Il convient de noter qu’actuellement les personnes détenues dans un établissement de correction perdent le droit de se porter candidates à une élection à la Chambre des communes. Une personne emprisonnée pour moins de deux ans pourrait donc continuer d'être député, mais elle ne pourrait pas briguer un autre mandat tant qu'elle est emprisonnée.

On peut expulser un député de la Chambre, mais il n'est pas si facile de l'empêcher de se porter candidat à l'élection ou l'élection partielle qui s'ensuit. En 1986, l'Assemblée législative de la Nouvelle-Écosse a adopté une loi qui interdisait aux personnes reconnues coupables de certains actes criminels d'être nommées candidates ou de se présenter aux élections à l'assemblée législative pendant une période de cinq ans. La loi avait été adoptée à la suite de l'affaire William («Billy Joe») MacLean; ce dernier en a cependant contesté la validité et réussi à la faire abroger par la Cour suprême de la Nouvelle-Écosse, alléguant qu'elle compromettait les droits que lui garantit la Charte et les droits des électeurs qui auraient été privés de voter pour lui.

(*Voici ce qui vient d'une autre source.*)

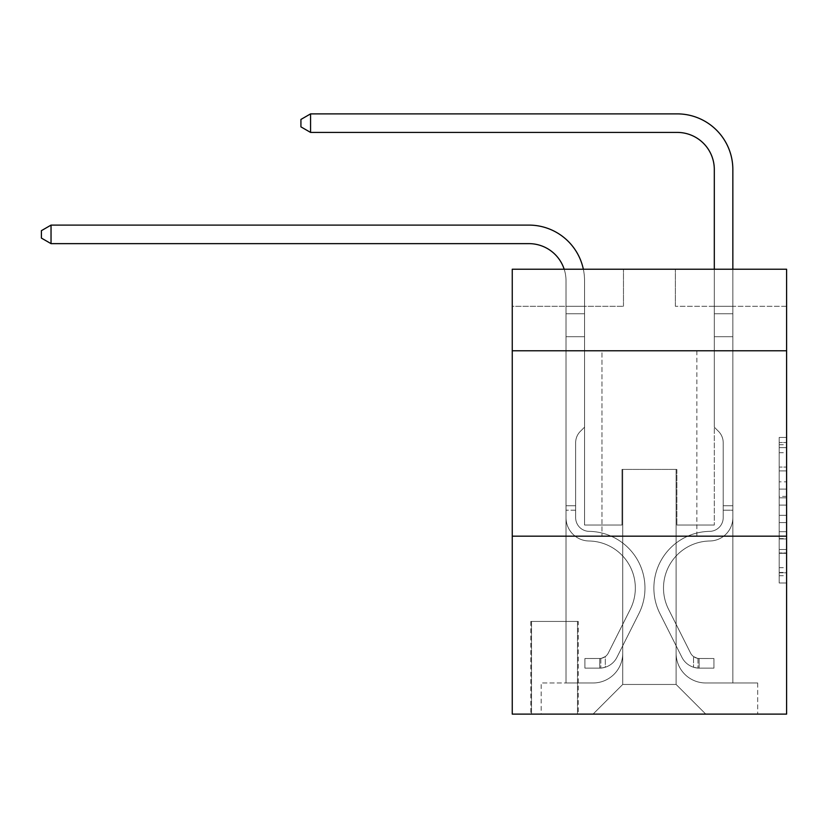 <?xml version="1.0" encoding="UTF-8"?>
<svg xmlns="http://www.w3.org/2000/svg" width="828" height="828" viewBox="0 0 828 828"><rect width="100%" height="100%" fill="white"/><g stroke="black" fill="none" stroke-linecap="round" stroke-linejoin="round"><path stroke-width="0.62" stroke-dasharray="4.14 3.1" d="M779.189 481.824L779.189 505.111L786.6 505.111L786.6 575.708L786.6 444.708L786.6 505.111L779.189 505.111L779.189 442.525L779.189 582.995L779.189 437.422L779.189 572.8L786.6 572.8L779.189 572.8L786.6 572.8L779.189 572.8L779.189 549.513L779.189 582.995L786.6 582.995L786.6 437.422L786.6 572.438L786.6 515.306L779.189 515.306L786.6 515.306L786.6 549.513L786.6 447.617L779.189 447.617L786.6 447.617L786.6 582.995L786.6 444.708L786.6 582.995L779.189 582.995L779.189 437.422L786.6 437.422L786.6 444.708L786.6 437.422L786.6 444.708L786.6 437.422L786.6 442.525L786.6 437.422L779.189 437.422L779.189 447.617L786.6 447.617L779.189 447.617L779.189 481.824L786.6 481.824M696.876 350.793L696.876 536.161L601.966 536.161L696.876 536.161L601.966 536.161L696.876 536.161L696.876 350.793L601.966 350.793L601.966 536.161L601.966 350.793L696.876 350.793M578.244 621.435L530.789 621.435L578.244 621.435L578.244 714.119L530.789 714.119L578.244 714.119M530.789 621.435L530.789 714.119M786.6 496.376L786.6 489.1L786.6 496.376L779.189 496.376L779.189 467.085L779.189 553.332L779.189 531.679L786.6 531.679L779.189 531.679L779.189 582.995L786.6 582.995L779.189 582.995L786.6 582.995L779.189 582.995L779.189 437.422L786.6 437.422L779.189 437.422L786.6 437.422L779.189 437.422L779.189 496.376L786.6 496.376M786.6 536.161L786.6 714.119L512.253 714.119L512.253 536.161L786.6 536.161L786.6 269.224L675.379 269.224L786.6 269.224L786.6 306.298L786.6 269.224L512.253 269.224L623.474 269.224L512.253 269.224L512.253 306.298L623.474 306.298L512.253 306.298L512.253 269.224L512.253 350.793L786.6 350.793L512.253 350.793L512.253 536.161L786.6 536.161L512.253 536.161M566.01 306.298L566.01 682.976L593.065 682.976A29.663 29.663 0 0 0 622.728 653.313L622.728 469.424L622.728 684.456L622.728 469.424L622.728 684.456L622.728 469.424L676.114 469.424L676.114 653.313A29.663 29.663 0 0 0 705.777 682.976L732.842 682.976L732.842 306.298L732.842 682.976L732.842 306.298L732.842 682.976L732.842 306.298L732.842 682.976L732.842 306.298L732.842 682.976L732.842 306.298L732.842 682.976L757.682 682.976L705.777 682.976L732.842 682.976L705.777 682.976L732.842 682.976L705.777 682.976L732.842 682.976L705.777 682.976L732.842 682.976L732.842 306.298L714.305 306.298L732.842 306.298L714.305 306.298L732.842 306.298L714.305 306.298L732.842 306.298L714.305 306.298L732.842 306.298L714.305 306.298L732.842 306.298L714.305 306.298L732.842 306.298L732.842 682.976L705.777 682.976A29.663 29.663 0 0 1 676.114 653.313A29.663 29.663 0 0 0 705.777 682.976A29.663 29.663 0 0 1 676.114 653.313A29.663 29.663 0 0 0 705.777 682.976A29.663 29.663 0 0 1 676.114 653.313A29.663 29.663 0 0 0 705.777 682.976A29.663 29.663 0 0 1 676.114 653.313A29.663 29.663 0 0 0 705.777 682.976A29.663 29.663 0 0 1 676.114 653.313L676.114 469.424L676.114 684.456L622.728 684.456L676.114 684.456L705.777 714.119L757.682 714.119L593.065 714.119L705.777 714.119L676.114 684.456L705.777 714.119L676.114 684.456L676.114 469.424L676.114 684.456L676.114 469.424L621.994 469.424L621.994 525.035L584.547 525.035L584.547 306.298L566.01 306.298L566.01 682.976L593.065 682.976A29.663 29.663 0 0 0 622.728 653.313L622.728 469.424L621.994 469.424L621.994 525.035L584.547 525.035L584.547 306.298L566.01 306.298L566.01 682.976L593.065 682.976L541.17 682.976L593.065 682.976L566.01 682.976L566.01 306.298L566.01 682.976L566.01 306.298L566.01 682.976L566.01 306.298L566.01 682.976L566.01 306.298L584.547 306.298L566.01 306.298L584.547 306.298L566.01 306.298L584.547 306.298L566.01 306.298L584.547 306.298L566.01 306.298L584.547 306.298L566.01 306.298L566.01 682.976L566.01 306.298M622.728 653.313L622.728 469.424L621.994 469.424L621.994 525.035L584.547 525.035L584.547 306.298L584.547 525.035L584.547 306.298L584.547 525.035L584.547 306.298L584.547 525.035L584.547 306.298L584.547 525.035L584.547 306.298L584.547 525.035L621.994 525.035L584.547 525.035L621.994 525.035L584.547 525.035L621.994 525.035L584.547 525.035L621.994 525.035L584.547 525.035L621.994 525.035L621.994 469.424L621.994 525.035L621.994 469.424L621.994 525.035L621.994 469.424L621.994 525.035L621.994 469.424L621.994 525.035L621.994 469.424L622.728 469.424L621.994 469.424L622.728 469.424L621.994 469.424L622.728 469.424L621.994 469.424L622.728 469.424L621.994 469.424L622.728 469.424L622.728 653.313A29.663 29.663 0 0 1 593.065 682.976A29.663 29.663 0 0 0 622.728 653.313A29.663 29.663 0 0 1 593.065 682.976A29.663 29.663 0 0 0 622.728 653.313A29.663 29.663 0 0 1 593.065 682.976A29.663 29.663 0 0 0 622.728 653.313A29.663 29.663 0 0 1 593.065 682.976A29.663 29.663 0 0 0 622.728 653.313M786.6 306.298L675.379 306.298L786.6 306.298M531.524 714.119L577.499 714.119L531.524 714.119L531.524 621.435L577.499 621.435L577.499 714.119L577.499 621.435L531.524 621.435L531.524 714.119M541.17 714.119L593.065 714.119L622.728 684.456L593.065 714.119L622.728 684.456L593.065 714.119L541.17 714.119L541.17 682.976L541.17 714.119M676.859 469.424L676.114 469.424L676.859 469.424L676.114 469.424L676.859 469.424L676.114 469.424L676.859 469.424L676.114 469.424L676.859 469.424L676.114 469.424L676.859 469.424L676.114 469.424L676.859 469.424L676.859 525.035L676.859 469.424M675.379 306.298L675.379 269.224L675.379 306.298M623.474 306.298L623.474 269.224L623.474 306.298M757.682 682.976L757.682 714.119L757.682 682.976M714.305 306.298L714.305 525.035L676.859 525.035L714.305 525.035L676.859 525.035L714.305 525.035L676.859 525.035L714.305 525.035L676.859 525.035L714.305 525.035L676.859 525.035L714.305 525.035L676.859 525.035L714.305 525.035L714.305 306.298M786.6 350.793L512.253 350.793M779.189 505.111L786.6 505.111L779.189 505.111M779.189 442.525L779.189 437.422L779.189 442.525L786.6 442.525L779.189 442.525M779.189 552.969L779.189 522.582L779.189 552.969L786.6 552.969L779.189 552.969M779.189 522.582L779.189 515.306L786.6 515.306L779.189 515.306L779.189 522.582L786.6 522.582L779.189 522.582M779.189 467.085L779.189 447.617L779.189 467.085L786.6 467.085L779.189 467.085M779.189 437.422L786.6 437.422L779.189 437.422L779.189 444.708L779.189 437.422L786.6 437.422M779.189 582.995L786.6 582.995L779.189 582.995L779.189 575.708L779.189 582.995M564.178 269.224A37.074 37.074 -36.6 0 1 566.01 280.713A37.074 37.074 -36.6 0 0 528.926 243.639A37.074 37.074 -36.6 0 1 566.01 280.713L566.01 336.696L584.547 336.696L584.547 427.165L580.366 431.336L584.547 427.165L584.547 336.696L584.547 427.165L584.547 336.696L566.01 336.696L566.01 517.645A23.36 23.36 143.4 0 0 588.998 540.995A23.36 23.36 143.4 0 1 566.01 517.645A23.36 23.36 143.4 0 0 588.998 540.995A23.36 23.36 143.4 0 1 566.01 517.645A23.36 23.36 143.4 0 0 588.998 540.995A23.36 23.36 143.4 0 1 566.01 517.645A23.36 23.36 143.4 0 0 588.998 540.995A23.36 23.36 143.4 0 1 566.01 517.645A23.36 23.36 143.4 0 0 588.998 540.995A23.36 23.36 143.4 0 1 566.01 517.645A23.36 23.36 143.4 0 0 588.998 540.995A23.36 23.36 143.4 0 1 566.01 517.645A23.36 23.36 -36.6 0 0 588.998 540.995A47.082 47.082 -36.6 0 1 630.315 609.222A47.082 47.082 -36.6 0 0 588.998 540.995A47.082 47.082 -36.6 0 1 630.315 609.222A47.082 47.082 -36.6 0 0 588.998 540.995A23.36 23.36 143.4 0 1 566.01 517.645A23.36 23.36 -36.6 0 0 588.998 540.995A47.082 47.082 -36.6 0 1 630.315 609.222A47.082 47.082 -36.6 0 0 588.998 540.995A47.082 47.082 -36.6 0 1 630.315 609.222A47.082 47.082 -36.6 0 0 588.998 540.995A47.082 47.082 -36.6 0 1 630.315 609.222A47.082 47.082 -36.6 0 0 588.998 540.995A47.082 47.082 -36.6 0 1 630.315 609.222A47.082 47.082 -36.6 0 0 588.998 540.995A47.082 47.082 143.4 0 1 630.315 609.222L608.321 652.992L630.315 609.222A47.082 47.082 -36.6 0 0 588.998 540.995A47.082 47.082 143.4 0 1 630.315 609.222L608.321 652.992L630.315 609.222A47.082 47.082 -36.6 0 0 588.998 540.995A47.082 47.082 143.4 0 1 630.315 609.222L608.321 652.992L630.315 609.222A47.082 47.082 -36.6 0 0 588.998 540.995A47.082 47.082 143.4 0 1 630.315 609.222L608.321 652.992A10.008 10.008 143.4 0 1 605.309 656.563C599.689 659.14 599.689 659.14 605.309 656.563C599.689 659.14 599.689 659.14 605.309 656.563A10.008 10.008 -36.6 0 0 608.321 652.992L630.315 609.222L608.321 652.992A10.008 10.008 -36.6 0 1 599.741 658.498A10.008 10.008 -36.6 0 0 608.321 652.992A10.008 10.008 143.4 0 1 605.309 656.563C599.689 659.14 599.689 659.14 605.309 656.563C599.689 659.14 599.689 659.14 605.309 656.563A10.008 10.008 -36.6 0 0 608.321 652.992L630.315 609.222A47.082 47.082 -36.6 0 0 588.998 540.995A47.082 47.082 143.4 0 1 630.315 609.222L608.321 652.992A10.008 10.008 -36.6 0 1 599.741 658.498A10.008 10.008 -36.6 0 0 608.321 652.992A10.008 10.008 143.4 0 1 605.309 656.563C599.689 659.14 599.689 659.14 605.309 656.563C599.689 659.14 599.689 659.14 605.309 656.563A10.008 10.008 -36.6 0 0 608.321 652.992L630.315 609.222L608.321 652.992A10.008 10.008 -36.6 0 1 599.741 658.498A10.008 10.008 -36.6 0 0 608.321 652.992A10.008 10.008 143.4 0 1 605.309 656.563C599.689 659.14 599.689 659.14 605.309 656.563C599.689 659.14 599.689 659.14 605.309 656.563A10.008 10.008 -36.6 0 0 608.321 652.992L630.315 609.222L608.321 652.992A10.008 10.008 -36.6 0 1 599.741 658.498A10.008 10.008 -36.6 0 0 608.321 652.992A10.008 10.008 143.4 0 1 605.309 656.563C599.689 659.14 599.689 659.14 605.309 656.563C599.689 659.14 599.689 659.14 605.309 656.563A10.008 10.008 -36.6 0 0 608.321 652.992L630.315 609.222L608.321 652.992A10.008 10.008 -36.6 0 1 599.741 658.498A10.008 10.008 -36.6 0 0 608.321 652.992A10.008 10.008 143.4 0 1 605.309 656.563A10.008 10.008 -36.6 0 0 608.321 652.992L630.315 609.222L608.321 652.992A10.008 10.008 -36.6 0 1 599.741 658.498L584.91 658.508L584.91 668.144L584.91 658.508L599.741 658.498L599.741 668.144L584.91 668.144L599.741 668.144L599.741 658.498L584.91 658.508L584.91 668.144L584.91 658.508L599.741 658.498L599.741 668.144L584.91 668.144L599.741 668.144L599.741 658.498L584.91 658.508L584.91 668.144L584.91 658.508L599.741 658.498L599.741 668.144L584.91 668.144L599.741 668.144L599.741 658.498L584.91 658.508L584.91 668.144L584.91 658.508L599.741 658.498L599.741 668.144L584.91 668.144L599.741 668.144L599.741 658.498L584.91 658.508L584.91 668.144L584.91 658.508L599.741 658.498L599.741 668.144L584.91 668.144L599.741 668.144L599.741 658.498L584.91 658.508L599.741 658.498L599.741 668.144L599.741 658.498A10.008 10.008 -36.6 0 0 608.321 652.992L630.315 609.222A47.082 47.082 -36.6 0 0 588.998 540.995A23.36 23.36 143.4 0 1 566.01 517.645L566.01 280.713A37.074 37.074 -36.6 0 0 528.926 243.639L51.036 243.639L51.036 225.102L528.926 225.102A55.611 55.611 143.4 0 1 584.547 280.713L584.547 336.696L566.01 336.696L566.01 280.713A37.074 37.074 -36.6 0 0 528.926 243.639L51.036 243.639L41.4 238.081L41.4 230.67L41.4 238.081L51.036 243.639L51.036 225.102L528.926 225.102A55.611 55.611 143.4 0 1 584.547 280.713L584.547 313.76L566.01 313.76L566.01 336.696L566.01 313.76L584.547 313.76L584.547 427.165L580.366 431.336A16.115 16.115 -36.6 0 0 575.646 442.732A16.115 16.115 143.4 0 1 580.366 431.336L584.547 427.165L584.547 336.696L566.01 336.696L566.01 280.713A37.074 37.074 -36.6 0 0 528.926 243.639L51.036 243.639L41.4 238.081L41.4 230.67L51.036 225.102L51.036 243.639L51.036 225.102L41.4 230.67L41.4 238.081L51.036 243.639L41.4 238.081L41.4 230.67L51.036 225.102L528.926 225.102A55.611 55.611 143.4 0 1 584.547 280.713L584.547 313.76L566.01 313.76L566.01 280.713A37.074 37.074 -36.6 0 0 528.926 243.639L51.036 243.639L51.036 225.102L528.926 225.102A55.611 55.611 143.4 0 1 584.547 280.713L584.547 336.696L584.547 313.76L566.01 313.76L566.01 336.696L566.01 313.76L584.547 313.76L584.547 336.696L566.01 336.696L566.01 280.713A37.074 37.074 -36.6 0 0 528.926 243.639L51.036 243.639L41.4 238.081L51.036 243.639L51.036 225.102L51.036 243.639L41.4 238.081L41.4 230.67L41.4 238.081L51.036 243.639L51.036 225.102L41.4 230.67L51.036 225.102L528.926 225.102A55.611 55.611 143.4 0 1 584.547 280.713L584.547 313.76L566.01 313.76L566.01 280.713A37.074 37.074 -36.6 0 0 528.926 243.639L51.036 243.639L51.036 225.102L528.926 225.102A55.611 55.611 143.4 0 1 584.547 280.713L584.547 427.165L580.366 431.336A16.115 16.115 -36.6 0 0 575.646 442.732A16.115 16.115 143.4 0 1 580.366 431.336L584.547 427.165L584.547 336.696L566.01 336.696L566.01 517.645A23.36 23.36 -36.6 0 0 588.998 540.995A23.36 23.36 143.4 0 1 566.01 517.645L566.01 336.696L566.01 517.645A23.36 23.36 -36.6 0 0 588.998 540.995A23.36 23.36 143.4 0 1 566.01 517.645L566.01 336.696L584.547 336.696L584.547 313.76L566.01 313.76L566.01 336.696L584.547 336.696L584.547 427.165L580.366 431.336A16.115 16.115 -36.6 0 0 575.646 442.732A16.115 16.115 143.4 0 1 580.366 431.336L584.547 427.165L584.547 313.76L584.547 336.696L566.01 336.696L566.01 517.645A23.36 23.36 -36.6 0 0 588.998 540.995A23.36 23.36 143.4 0 1 566.01 517.645L566.01 336.696L584.547 336.696L584.547 427.165L580.366 431.336A16.115 16.115 -36.6 0 0 575.646 442.732A16.115 16.115 143.4 0 1 580.366 431.336L584.547 427.165L584.547 313.76L566.01 313.76L584.547 313.76L584.547 280.713L584.547 313.76L566.01 313.76L566.01 280.713A37.074 37.074 -36.6 0 0 528.926 243.639L51.036 243.639L528.926 243.639L51.036 243.639L51.036 225.102L41.4 230.67L41.4 238.081L41.4 230.67L51.036 225.102L528.926 225.102A55.611 55.611 143.4 0 1 584.547 280.713L584.547 336.696L566.01 336.696L566.01 517.645A23.36 23.36 -36.6 0 0 588.998 540.995A47.082 47.082 143.4 0 1 630.315 609.222A47.082 47.082 -36.6 0 0 588.998 540.995A23.36 23.36 143.4 0 1 566.01 517.645L566.01 280.713A37.074 37.074 -36.6 0 0 528.926 243.639L51.036 243.639L51.036 225.102L528.926 225.102A55.611 55.611 143.4 0 1 584.547 280.713L584.547 313.76L566.01 313.76L566.01 280.713A37.074 37.074 -36.6 0 0 528.926 243.639L51.036 243.639L41.4 238.081L51.036 243.639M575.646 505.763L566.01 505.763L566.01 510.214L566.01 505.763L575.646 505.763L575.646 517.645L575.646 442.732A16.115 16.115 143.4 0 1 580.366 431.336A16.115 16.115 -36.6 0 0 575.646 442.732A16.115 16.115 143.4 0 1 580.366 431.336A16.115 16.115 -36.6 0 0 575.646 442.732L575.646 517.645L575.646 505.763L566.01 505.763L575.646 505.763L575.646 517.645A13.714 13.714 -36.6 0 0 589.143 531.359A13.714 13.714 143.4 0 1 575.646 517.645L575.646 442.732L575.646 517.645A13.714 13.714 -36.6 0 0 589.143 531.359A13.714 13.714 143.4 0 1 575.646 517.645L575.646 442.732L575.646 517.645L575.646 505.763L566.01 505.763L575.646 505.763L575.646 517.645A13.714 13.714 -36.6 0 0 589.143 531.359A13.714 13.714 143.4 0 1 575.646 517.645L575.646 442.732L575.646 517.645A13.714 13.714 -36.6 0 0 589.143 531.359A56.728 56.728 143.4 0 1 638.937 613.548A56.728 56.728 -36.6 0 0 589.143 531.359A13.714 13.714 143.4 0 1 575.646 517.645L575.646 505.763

En résumé, une accusation de conduite criminelle à l'endroit d'un membre de la Chambre des communes ou du Sénat ne comporte pas d'incidence en soi. Si le parlementaire est déclaré coupable, il peut continuer de siéger à moins qu'il ne soit condamné à une peine d'emprisonnement de deux ans ou plus. La Chambre et le Sénat pourraient décider d'expulser une personne dans d'autres circonstances, mais ce pouvoir est rarement utilisé. Certaines dispositions de la Charte canadienne des droits et libertés pourraient peut-être être invoquées en pareils cas.